IMPLEMENTATION CONSIDERATIONS

Implementing this fellowship model would require a significant strategic effort. The critical first step is a high-level negotiation with UFBA to align the schedules and curricula of two large institutions. The model also requires a reallocation of resources to fund the new individualised instruction and pedagogical training components. Furthermore, formalising certifications for tutoring and performance experience would necessitate developing new curricula, assessment standards, and administrative oversight. Culturally, the organisation would need to manage the shift from viewing these young adults as students to treating them as junior professional artists and educators.

DECISION POINT

NEOJIBA’s leadership faced a strategic choice born of its own success. The “leaky pipeline” was not a sign of failure, but a challenge of maturation.
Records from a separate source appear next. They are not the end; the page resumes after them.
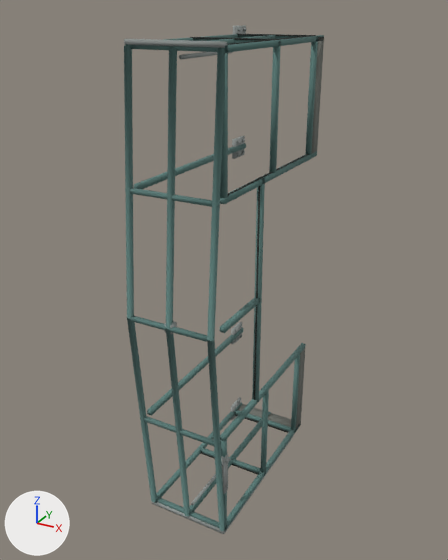
The OBJ model SourceMesh/architecture/VD_RootsteadEntryVestibule_Frame.obj: old version first, new version second.
Rendered twice from a 50 mm lens placed at (1290.0, -2516.0, 1042.0), pointed at (160.0, -461.0, 14.0). Lighting does not change. The marker at lower left points along +X, +Y and +Z. The older version comes first. Where no turn or scale is listed for an object, it has been applied to the vertices. Vertices at exactly the same position are counted once.

Objects in the first picture: 'VD_RootsteadEntryVestibule_Frame'.
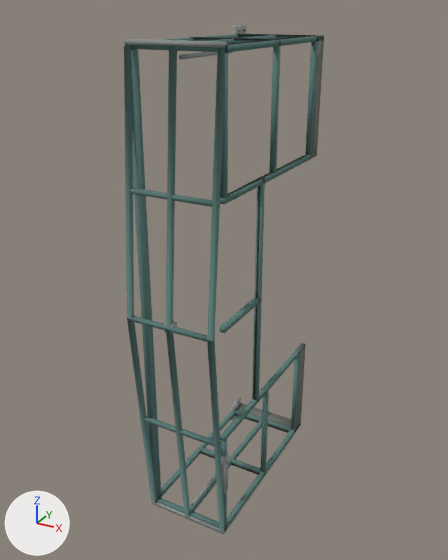
Commit message: fix: remove vestibule rear intermediate posts

The change, as a list of edits to the scene's bpy script:
```text
Add mat_m_vestibule_paintedsteel_basewear:
    mat_m_vestibule_paintedsteel_basewear = principled_material('M_Vestibule_PaintedSteel_BaseWear')
    mat_m_vestibule_paintedsteel_basewear.base_color = (0.085, 0.125, 0.105)  # greyish green #52635b
    mat_m_vestibule_paintedsteel_basewear.roughness = 1.0
Change me_vd_rootsteadentryvestibule_frame:
    used by ob_vd_rootsteadentryvestibule_frame; location = (0.0, 0.0, 0.0)
    remove me_vd_rootsteadentryvestibule_frame.from_pydata(...)  # 820 vertices, 568 faces; spans x 0.0..370.0, y -909.0..0.0, z -972.0..972.0
    add me_vd_rootsteadentryvestibule_frame.from_pydata(...)  # 708 vertices, 514 faces; spans x 0.0..370.0, y -909.0..0.0, z -972.0..972.0
    me_vd_rootsteadentryvestibule_frame part 1: a new loose piece, a box spanning x 0.0..20.0, y -820.0..-780.0, z -930.0..930.0, in mat_m_vestibule_paintedsteel (cyan #5b7d79)
    me_vd_rootsteadentryvestibule_frame part 2: 13 loose pieces with 176 vertices, spanning x 0.0..22.0, y -820.0..0.0, z -512.0..962.0, are deleted
    me_vd_rootsteadentryvestibule_frame part 3
    32 faces are deleted
    32 new vertices lie (0.0, -85.0, 0.0) away from vertices in x 0.0..360.0, y 0.0, z -940.0..940.0
    40 new faces join them, mat_m_vestibule_paintedsteel_basewear (greyish green #52635b)
    32 new faces join them, mat_m_vestibule_paintedsteel (cyan #5b7d79)
    other edits to the shape of me_vd_rootsteadentryvestibule_frame do not show in these pictures
    add me_vd_rootsteadentryvestibule_frame.materials.append(mat_m_vestibule_paintedsteel_basewear)  # greyish green #52635b
```

What differs and where, as boxes (x1, y1, x2, y2) in the pictures (448 x 560 px):
part 1 of me_vd_rootsteadentryvestibule_frame, added (cyan)
    after: (130, 49, 161, 499)
part 2 of me_vd_rootsteadentryvestibule_frame, deleted
    before: (134, 29, 246, 415)
part 3 of me_vd_rootsteadentryvestibule_frame, reshaped
    both: (130, 34, 324, 531)

Option A: Maintain the Status Quo. This path would involve continuing to celebrate the departure of older students as a sign of mission fulfillment. The organisation could focus its resources on the thousands of younger students in the pipeline, accepting that the top ensembles will always have a high level of churn. This is the lower-risk, lower-cost path that avoids complex institutional negotiations and programmatic restructuring.

Option B: Invest in the Apex. This path would involve committing to the development and funding of the Pre-Professional Fellowship model. This would require dedicating significant leadership time and financial resources to building this new, elite tier. This is a higher-risk, higher-reward strategy that aims to elevate the entire organisation to a new level of artistic excellence and deepen its social impact by creating a powerful, self-sustaining mentorship cycle.

The decision rested on a fundamental question about the ideal endpoint of the NEOJIBA student journey. Should the organisation be a launchpad that sends its best talent elsewhere, or should it evolve into a comprehensive conservatory model that retains and cultivates that talent to its highest potential?